Tulip Real Estate has crossed £100 million in transactions in 2025, spanning residential real estate and hospitality assets across prime London locations. The firm is led by Sidd Mahajan, Founder and Managing Director.
Notably, this is the second time Tulip Real Estate has crossed the £100 million mark in a single year. Earlier, the company completed a £101 million transaction involving Amory Tower in 2022. Together, these milestones point to a consistent execution strategy and a long-term focus on core London assets.
London continues to attract global real estate capital. Institutional participation remains strong, while the supply of prime assets stays limited. As a result, investor demand continues to shift toward high-quality, well-located properties.
According to JLL, late-2025 and early-2026 indicators suggest steady investment momentum. These trends include a shortage of premium-grade space and sustained interest in best-in-class assets across core London submarkets.

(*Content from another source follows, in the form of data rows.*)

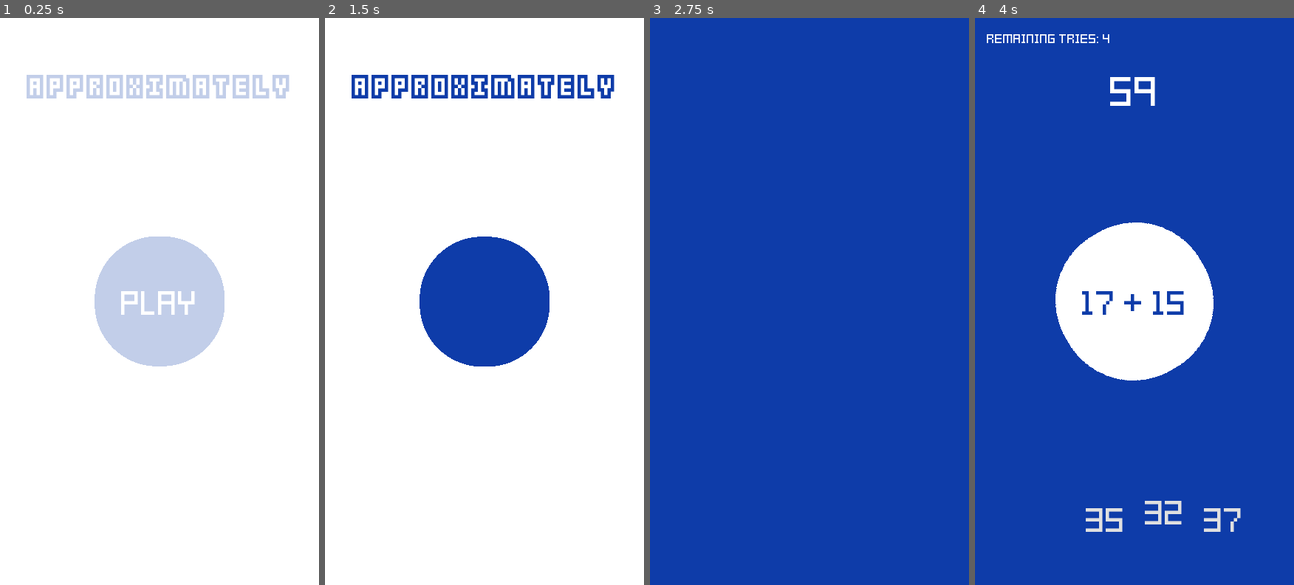
Above: before the commit, frames 1-4 (left to right).
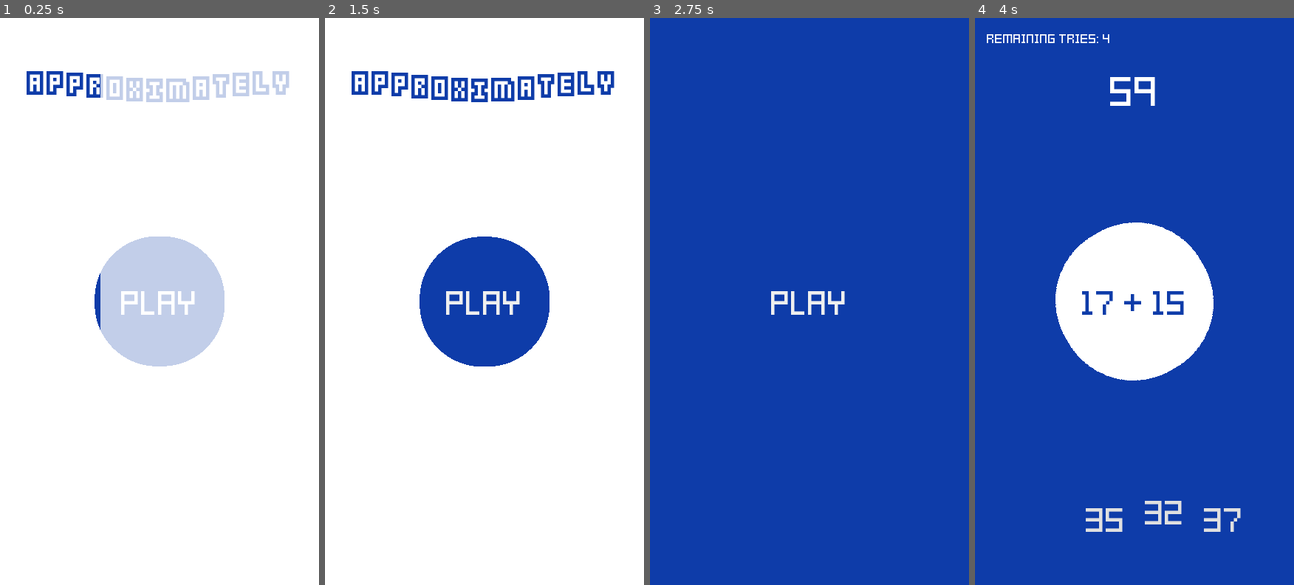
Above: after the commit, the same moments.

Repository: msanatan/Approximately
Game: Godot game, scene res://Scenes/MainMenu.tscn
Same seed, same stepped clock (60 frames per second), same inputs: the game is played once before the commit and once after it.
Inputs:
- Up to frame 1 (0.25 s): no input
- Up to frame 2 (1.5 s): click "Play" at 0.5 s; click "Play" at 1.25 s
- Up to frame 3 (2.75 s): click "Play" at 2 s
- Up to frame 4 (4 s): click "35" at 3.5 s

The runs differ from the first frame. In frame 1, 1.8% of the frame differs, in the area x 8-91%, y 9-55%; in frame 2, 1.7%; in frame 3, 0.4%; in frame 4, nothing differs.

Commit message:
Change title to rich label so we can use a wave animation
Instead of animating every letter, we use BBCode to manipulate the string.
It's not 100% the vision, but quicker than animating everything.
Learned something new I guess

Diff:
--- a/Scenes/MainMenu.tscn
+++ b/Scenes/MainMenu.tscn
@@ -19,6 +19,9 @@
 
 [node name="MainMenu" type="Node2D"]
 script = ExtResource( 2 )
+__meta__ = {
+"_edit_vertical_guides_": [ 241.0 ]
+}
 
 [node name="ColorRect" type="ColorRect" parent="."]
 margin_right = 432.0
@@ -27,18 +30,21 @@
 "_edit_use_anchors_": false
 }
 
-[node name="TitleLabel" type="Label" parent="."]
+[node name="TitleLabel" type="RichTextLabel" parent="."]
 margin_top = 64.0
 margin_right = 432.0
-margin_bottom = 118.0
-custom_colors/font_color = Color( 0.0588235, 0.239216, 0.666667, 1 )
-custom_fonts/font = ExtResource( 1 )
+margin_bottom = 128.0
+custom_colors/default_color = Color( 0.0588235, 0.239216, 0.666667, 1 )
+custom_fonts/normal_font = ExtResource( 1 )
+bbcode_enabled = true
+bbcode_text = "[center][wave amp=50 freq=-10]Approximately[/wave][/center]"
 text = "Approximately"
-align = 1
-valign = 1
 __meta__ = {
 "_edit_use_anchors_": false
 }
+
+[node name="CircleGrowingTransition" parent="." instance=ExtResource( 5 )]
+position = Vector2( 216, 384 )
 
 [node name="CircleSprite" type="Sprite" parent="."]
 modulate = Color( 0.0588235, 0.239216, 0.666667, 1 )
@@ -67,11 +73,9 @@
 "_edit_use_anchors_": false
 }
 
-[node name="CircleGrowingTransition" parent="." instance=ExtResource( 5 )]
-position = Vector2( 216, 384 )
+[node name="FadeTransition" parent="." instance=ExtResource( 6 )]
+position = Vector2( 136, 16 )
 
-[node name="FadeTransition" parent="." instance=ExtResource( 6 )]
-
+[connection signal="transition_finished" from="CircleGrowingTransition" to="." method="_on_CircleGrowingTransition_transition_finished"]
 [connection signal="pressed" from="PlayButton" to="." method="_on_PlayButton_pressed"]
-[connection signal="transition_finished" from="CircleGrowingTransition" to="." method="_on_CircleGrowingTransition_transition_finished"]
 [connection signal="transition_finished" from="FadeTransition" to="." method="_on_FadeTransition_transition_finished"]

Against this backdrop, Tulip Real Estate’s 2025 transactions reflect a structured investment approach. The firm combines location-driven acquisitions with professional asset management partnerships, including JLL. An American fund has also supported the platform, providing exposure across commercial, residential, and hospitality segments.
Commenting on the year’s performance, Sidd Mahajan, Founder and Managing Director of Tulip Real Estate, said:
“Crossing £100 million in transactions for the second time reflects the strength of our execution capabilities and our conviction in London’s long-term fundamentals. Our focus remains on acquiring high-quality assets, partnering with best-in-class operators and advisors, and building a resilient portfolio across both real estate and hospitality.”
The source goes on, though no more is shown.